How does this play out in a painting studio? I try to create conditions that stimulate the emergence of new metaphors (hopefully serving Rorty’s liberal cosmopolitan ideal) by making a habitat where source images, works on paper, and paintings interact with each other productively and unexpectedly. I find ways (through drawing, projections, software tools, and occasional flights of imagination) for different images to breed or hybridize within the studio’s messy turbulence. Thousands of branching decisions about shape, color, position or content tangle into and around each artwork. I will test possibilities by jamming this image into another or making a new work isolating the color or some other feature of a painting in progress. The challenge is to stay one step ahead of grooved habits. Arresting the development of a work sooner than planned or going too far can be useful. Breaking and repairing, erasing and vandalizing, remembering and anticipating are operations that can be folded into the process. I like the idea that individual works hang together in my studio array like Cézanne’s marks describing a landscape. Each work counts as an approximation that aggregates with the others into a provisional picture of layered consciousness.

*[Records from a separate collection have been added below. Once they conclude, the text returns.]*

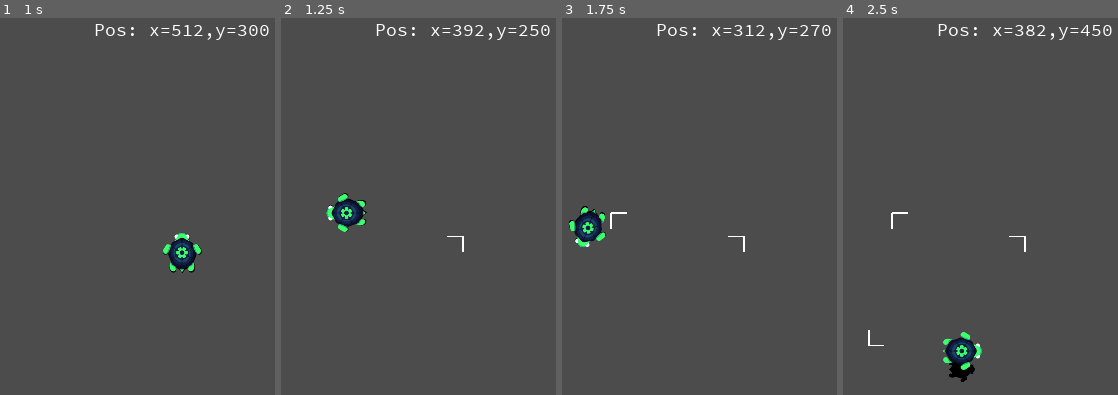
Above: before the commit, frames 1-4 (left to right).
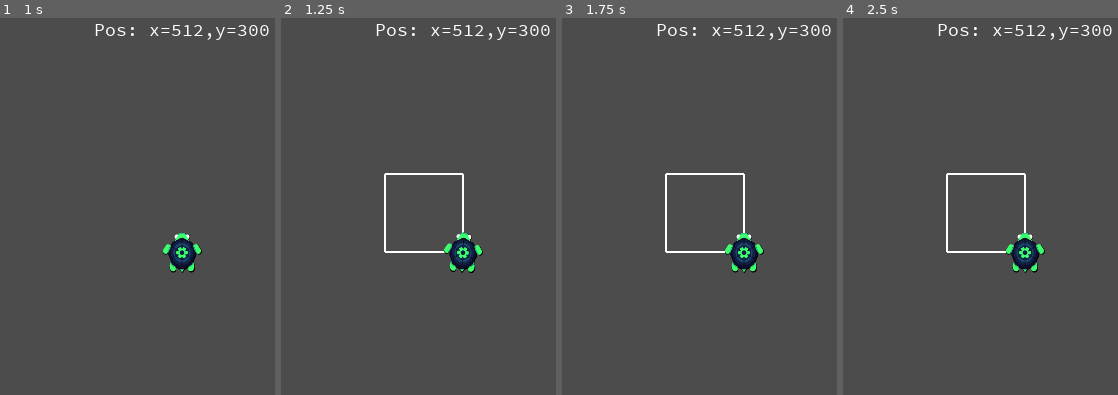
Above: after the commit, the same moments.

Repository: asoee/godot-turtle
Game: Godot game, scene res://Main.tscn
Same seed, same stepped clock (60 frames per second), same inputs: the game is played once before the commit and once after it.
Inputs:
- Up to frame 1 (1 s): tap Enter at 0.5 s; tap T (toggle_turbo) at 0.6 s
- Up to frame 2 (1.25 s): no input
- Up to frame 3 (1.75 s): tap T (toggle_turbo) at 1.35 s
- Up to frame 4 (2.5 s): tap T (toggle_turbo) at 2.1 s

Frame 1 is identical in both runs. In frame 2, 2.6% of the frame differs, in the area x 16-94%, y 1-68%; in frame 3, 2.6%; in frame 4, 2.9%, in the area x 9-94%, y 1-97%.

Commit message:
Updated readme, and simplified main file

Diff:
--- a/Main.gd
+++ b/Main.gd
@@ -1,18 +1,6 @@
 extends TurtleDrawing
 
-# Called when the node enters the scene tree for the first time.
 func _ready():
-	for i in 50:
-		move_forward(20)
+	for i in 4:
+		move_forward(100)
 		turn_left(90)
-		move_forward(20)
-		turn_right(90)
-		jump_forward(30)
-		turn_left(90)
-		jump_forward(130)
-
-
-func spiral():
-	for i in 50:
-		move_forward(i*5)
-		turn_left(120)
Not shown, changed: README.md

A painting in the studio can easily be altered for any reason by the artist. But it is instantly transformed upon arrival at the exhibition space into something fixed, more-or-less forever with a signature. Artworks inhabit a strange stasis irradiated by passing events. The finished work promises to stay still while we and the world change around it. It also promises to make new kinds of sense at each historic turn. So perhaps the movement from studio to exhibition is not so much a transformation as a shift of context and time-frame.

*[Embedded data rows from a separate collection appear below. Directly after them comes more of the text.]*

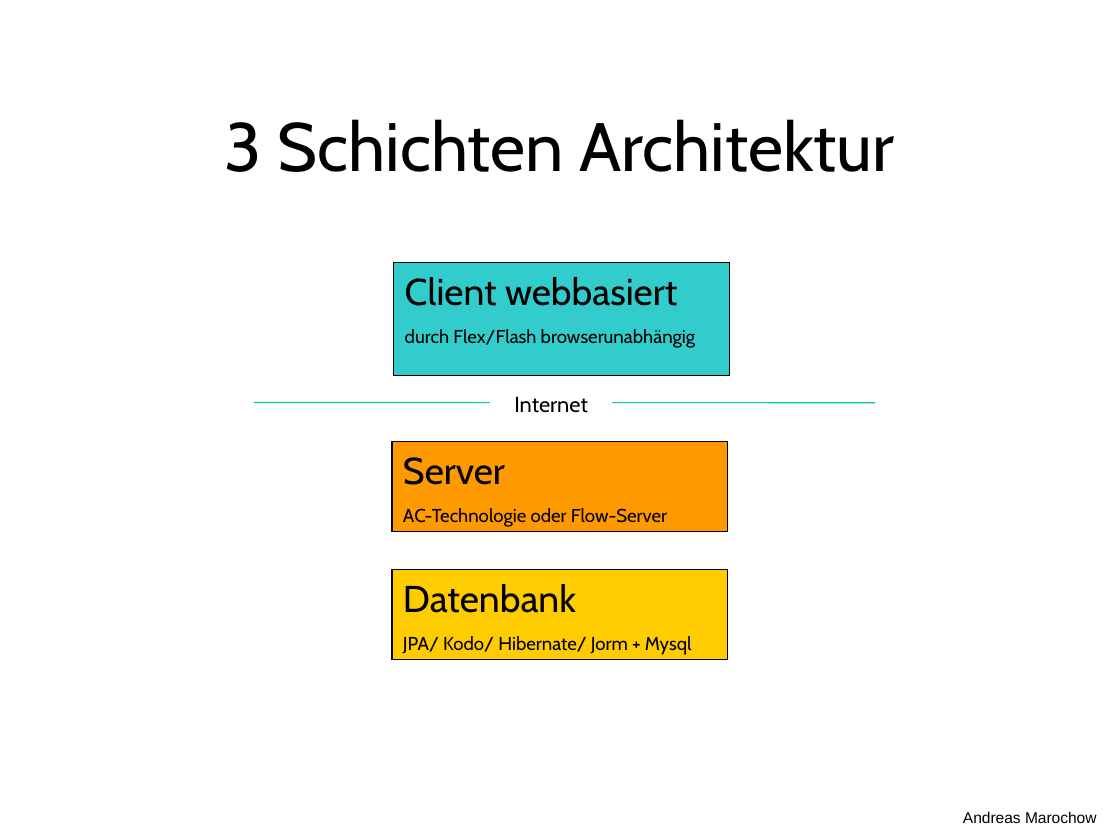
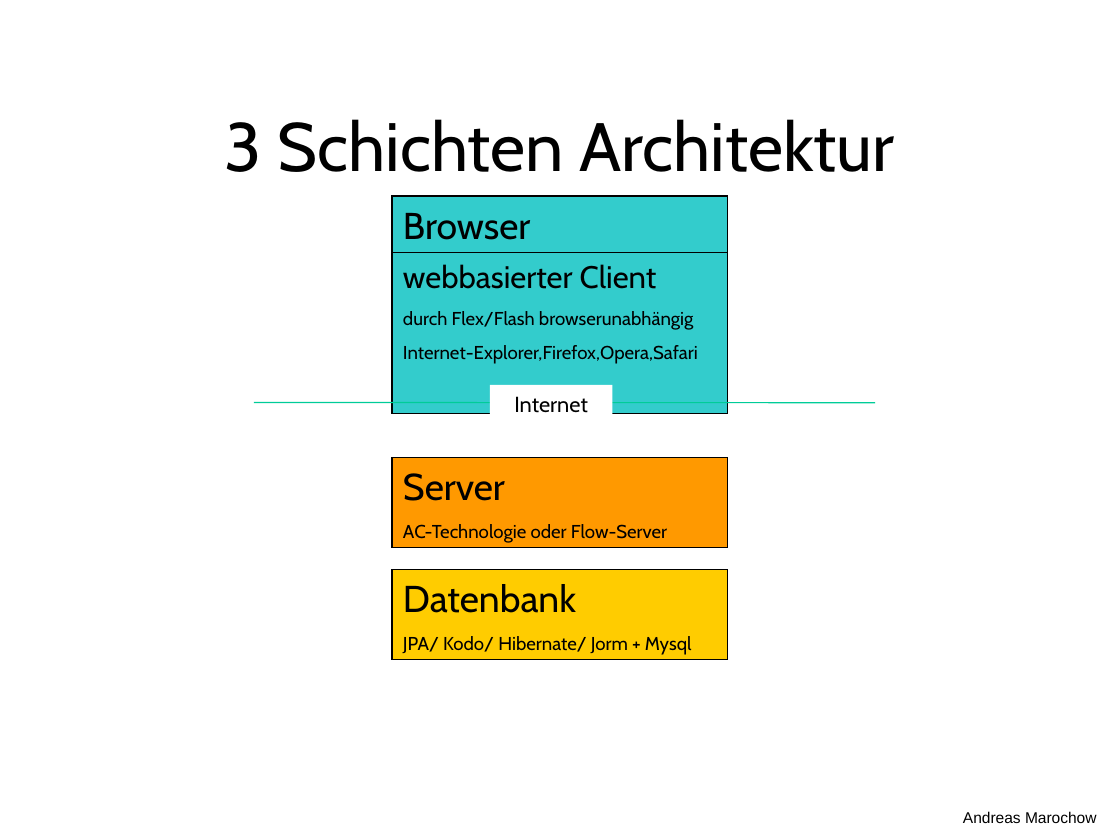
Before and after one commit to freezzer/flow, a slide deck: slide 2 of docs/Flow.ppt. Drawn at 1120x840 pixels with LibreOffice and Linux fonts; fonts in the diff are those of the drawing. Boxes give left, top, right and bottom in pixels: in the first picture for what was removed or moved away, otherwise in the second. Text is boxed around its words. In the diff, an @@ line names an element or a change of style, - is before the commit and + after.

```diff
--- a/docs/Flow.ppt
+++ b/docs/Flow.ppt
@@ rectangle added at box(392, 196, 728, 252), fill #33CCCC, outline #000000 0.74 pt, 24 pt, text #000000 @@
+Browser
@@ rectangle "webbasierter Client": place and size @@
-rectangle "webbasierter Client" at box(394, 262, 730, 375)
+rectangle "webbasierter Client" at box(392, 252, 728, 413)
@@ text in rectangle at box(403, 264, 657, 289): text changed; size 24 to 20 pt @@
-Client webbasiert
+webbasierter Client
@@ text in rectangle at box(403, 345, 698, 364): paragraph added @@
+Internet-Explorer,Firefox,Opera,Safari
@@ rectangle "Internet": place and size @@
-rectangle "Internet" at box(514, 396, 588, 413)
+rectangle "Internet" at box(491, 385, 613, 423)
@@ rectangle "Server": place and size @@
-rectangle "Server" at box(392, 441, 728, 532)
+rectangle "Server" at box(392, 457, 728, 548)
```
Also in this commit, not shown: 2 other slides changed, 9 other files.

I had an exhibition in London at the Keith Talent gallery in 2007. The dealers were inspired risk-takers but also, it turns out, law-breakers. My work from the exhibition fell into a black hole after they were convicted of art-related crimes. Last year my New York dealer got an email from a person who rescued a couple of the least damaged paintings from a derelict warehouse slated for renovation. He loved them and took them home for restoration, exercising his version of a finders-keepers rule. I’m still trying to figure out the best way to handle the situation. The rest of my show, presumably, found its way to a dumpster. Contingency bore down to produce new futures for these paintings, probably like the future of most artworks over the vastness of time.
Mess is contingency’s icon and narcissism’s nightmare as it threatens the illusion of control. Making art is a way of making sense, but it is also a way to untie the bonds of sense. It’s a way to vivify possibilities and disorient the customary. Redescriptions and metaphors are provisionally formed and reformed in the flux of the studio before proceeding into the slowed-down turbulence of a horizonless future.